Every once in a while, the criticism nails us to the cross, as it were, where we declare that our work is finished, even though it looks like we are on our last legs.

Not everything is as simple as people make it, or even as Webster dictates. There is a season when ideas must be pursued, even when the prejudice and anger of the world around us dooms them to obscurity. There is a certain amount of bravery necessary to accomplish your mission, without receiving any badge of merit.

No, in this case I have to disagree with the dictionary. It is very possible to accomplish an intricate and essential task without ever being rewarded.

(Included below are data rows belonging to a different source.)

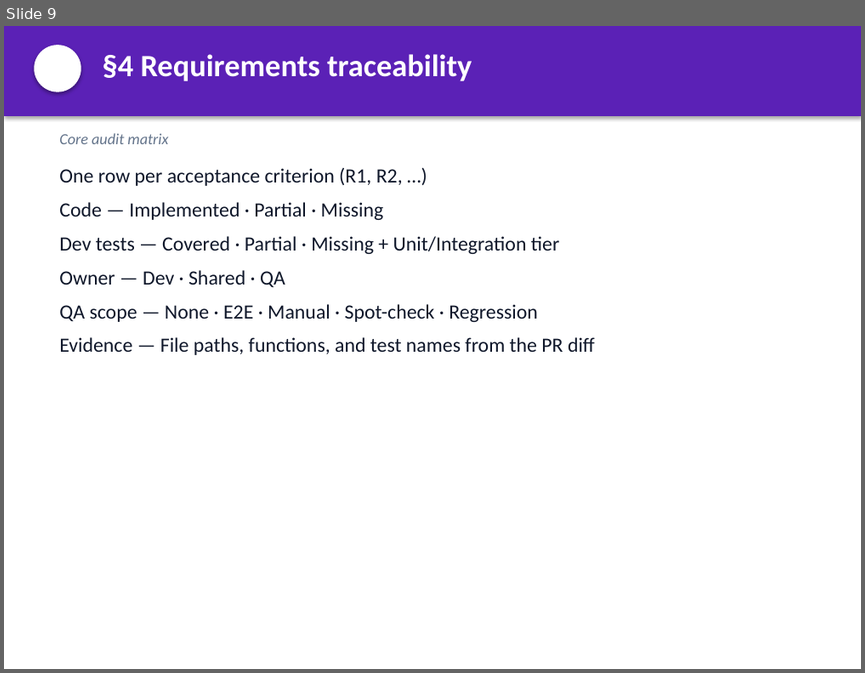
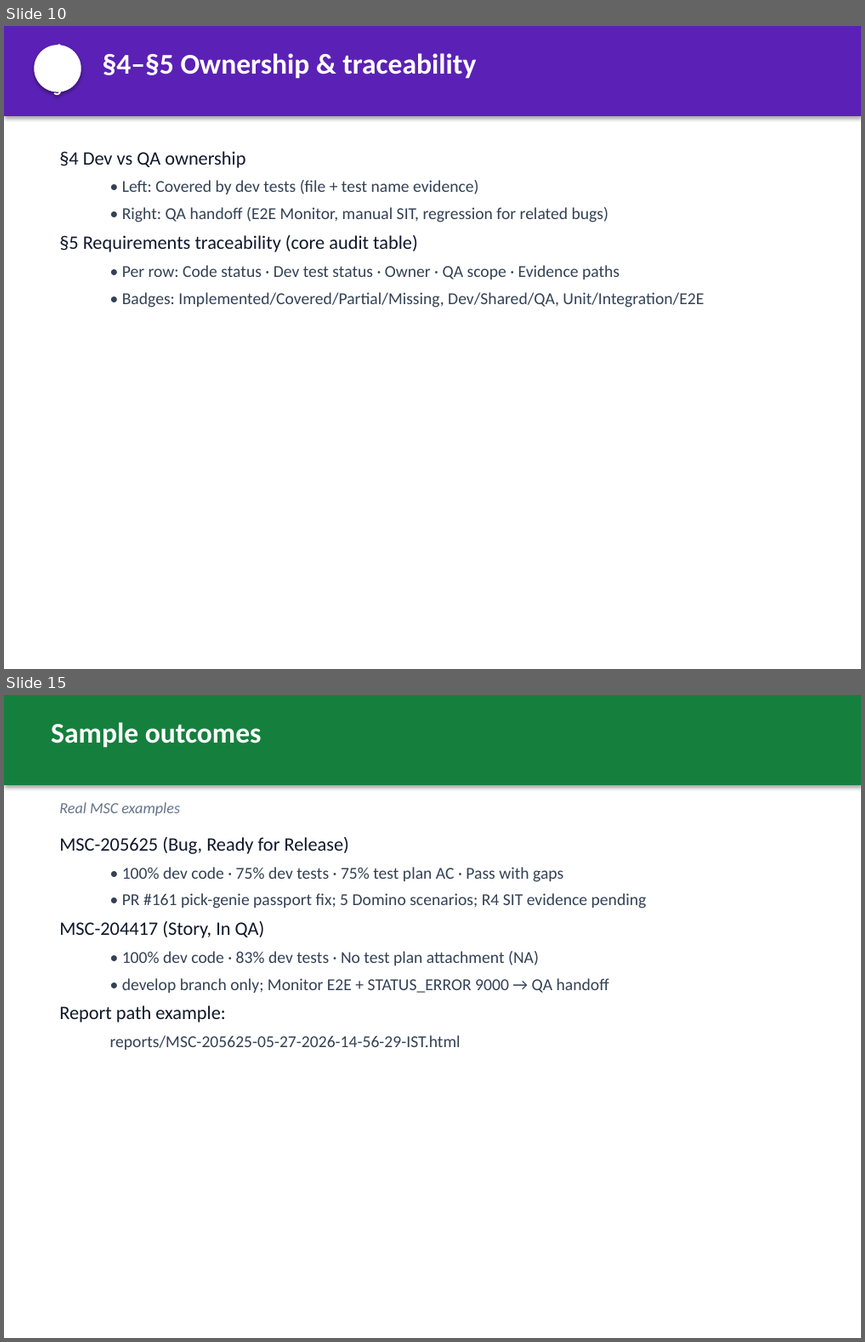
Before and after one commit to mgunjal11/pegasus-qa-agents-lab-copy, a slide deck: docs/MSC-Code-Coverage-Validator-Guide.pptx. Shown one above the other, each under a label of ours: slide 9 before the commit, slides 10 and 15 after it; the slides between them are not shown. The pictures are 865x673 and 865x1342 pixels, drawn with LibreOffice and Linux fonts; fonts in the diff are those of the drawing. Boxes give left, top, right and bottom in pixels: in the first picture for what was removed or moved away, otherwise in the second. Text is boxed around its words. In the diff, an @@ line names an element or a change of style, - is before the commit and + after.

```diff
--- a/docs/MSC-Code-Coverage-Validator-Guide.pptx
+++ b/docs/MSC-Code-Coverage-Validator-Guide.pptx
@@ slide 15 added at box(4, 695, 861, 1338), background #FFFFFF @@
@@ rectangle added at box(4, 695, 861, 785), fill #15803D @@
@@ text added at box(51, 722, 262, 748), 24 pt, text #FFFFFF, bold @@
+Sample outcomes
@@ text added at box(59, 802, 180, 816), 13 pt, text #64748B, italic @@
+Real MSC examples
@@ text added at box(59, 837, 647, 1049), 14 pt, text #334155 @@
+MSC-205625 (Bug, Ready for Release)
+  • 100% dev code · 75% dev tests · 75% test plan AC · Pass with gaps
+  • PR #161 pick-genie passport fix; 5 Domino scenarios; R4 SIT evidence pending
+MSC-204417 (Story, In QA)
+  • 100% dev code · 83% dev tests · No test plan attachment (NA)
+  • develop branch only; Monitor E2E + STATUS_ERROR 9000 → QA handoff
+Report path example:
+  reports/MSC-205625-05-27-2026-14-56-29-IST.html
@@ what was slide 9 is now slide 10 @@
@@ slide 10 changed as well @@
@@ text in ellipse at box(53, 41, 62, 100): text added @@
+4–5
@@ text at box(103, 53, 476, 79): text changed; size 26 to 24 pt @@
-§4 Requirements traceability
+§4–§5 Ownership & traceability
@@ text at box(59, 151, 704, 307): text changed; size 17 to 14 pt; text colour #0F172A to #334155 @@
-One row per acceptance criterion (R1, R2, …)
-Code — Implemented · Partial · Missing
-Dev tests — Covered · Partial · Missing + Unit/Integration tier
-Owner — Dev · Shared · QA
-QA scope — None · E2E · Manual · Spot-check · Regression
-Evidence — File paths, functions, and test names from the PR diff
+§4 Dev vs QA ownership
+  • Left: Covered by dev tests (file + test name evidence)
+  • Right: QA handoff (E2E Monitor, manual SIT, regression for related bugs)
+§5 Requirements traceability (core audit table)
+  • Per row: Code status · Dev test status · Owner · QA scope · Evidence paths
+  • Badges: Implemented/Covered/Partial/Missing, Dev/Shared/QA, Unit/Integration/E2E
@@ text removed at box(59, 133, 168, 144) @@
-Core audit matrix
```
Also in this commit, not shown: 6 other slides changed, 8 other slides added, 5 slides removed, 2 other files.

  • It is completely plausible to be a good parent and have lousy children.
  • It is possible to take care of your car and accomplish all maintenance requirements and still break down,
  • And it is certainly in the realm of reasonability to be a good husband or wife and end up in a divorced situation.

If we’re going to use superficial qualifications to have joy in our lives, or if we’re only truly happy when accolades are sent our way, we will eventually steer our ship toward safe, still waters.

Maybe that’s why mediocrity is now accepted as normal–and our world suffers in the malaise.

Acclaim

by J. R. Practix

dictionary with letter A

Acclaim: (n) praise enthusiastically and publicly.

You know what the problem is with “acclaim?” To achieve it you really need to make a claim on something and follow through to completion–and probably even excellence.

After all, when we begin to acclaim EVERYTHING as great, NOTHING is great. And if we acclaim things that are actually poor, trying to convince the public they are adequate, we end up with a very sarcastic populace.

So to a certain degree, acclaim is unnecessary, because if you’ve already made a claim and followed through, you are reaping the benefits and don’t need any other stamp of approval.

So there is a certain amount of dishonesty that goes into requiring acclaim. This is personified by the actor or actress at the Academy Awards who insists that it’s an “honor to be nominated by my peers.”

Supposedly it is a great boost to one’s ego to receive acclaim from those in the same profession or who possess similar motivations. But honestly, when you get to the end of a movie and you’ve played your part, if you have half a brain you pretty well know if you did your job, and the opinion you have of your own performance is much more accurate and important.

So in the pursuit of acclaim, we have made some people famous in this country who should never have left the print of their local, small-town Register.

And nowadays, of course, it’s very possible to achieve acclaim by being notorious instead of glorious.

I am suspicious of acclaim. I will go further. I am aggravated by what our society touts as worthy of “honorable mention.”

If you don’t mind, I just think I will make my own personal claims, follow through on them, discover the rewards included and enjoy a reward ceremony of my OWN making–with the trophy being a sense of satisfaction.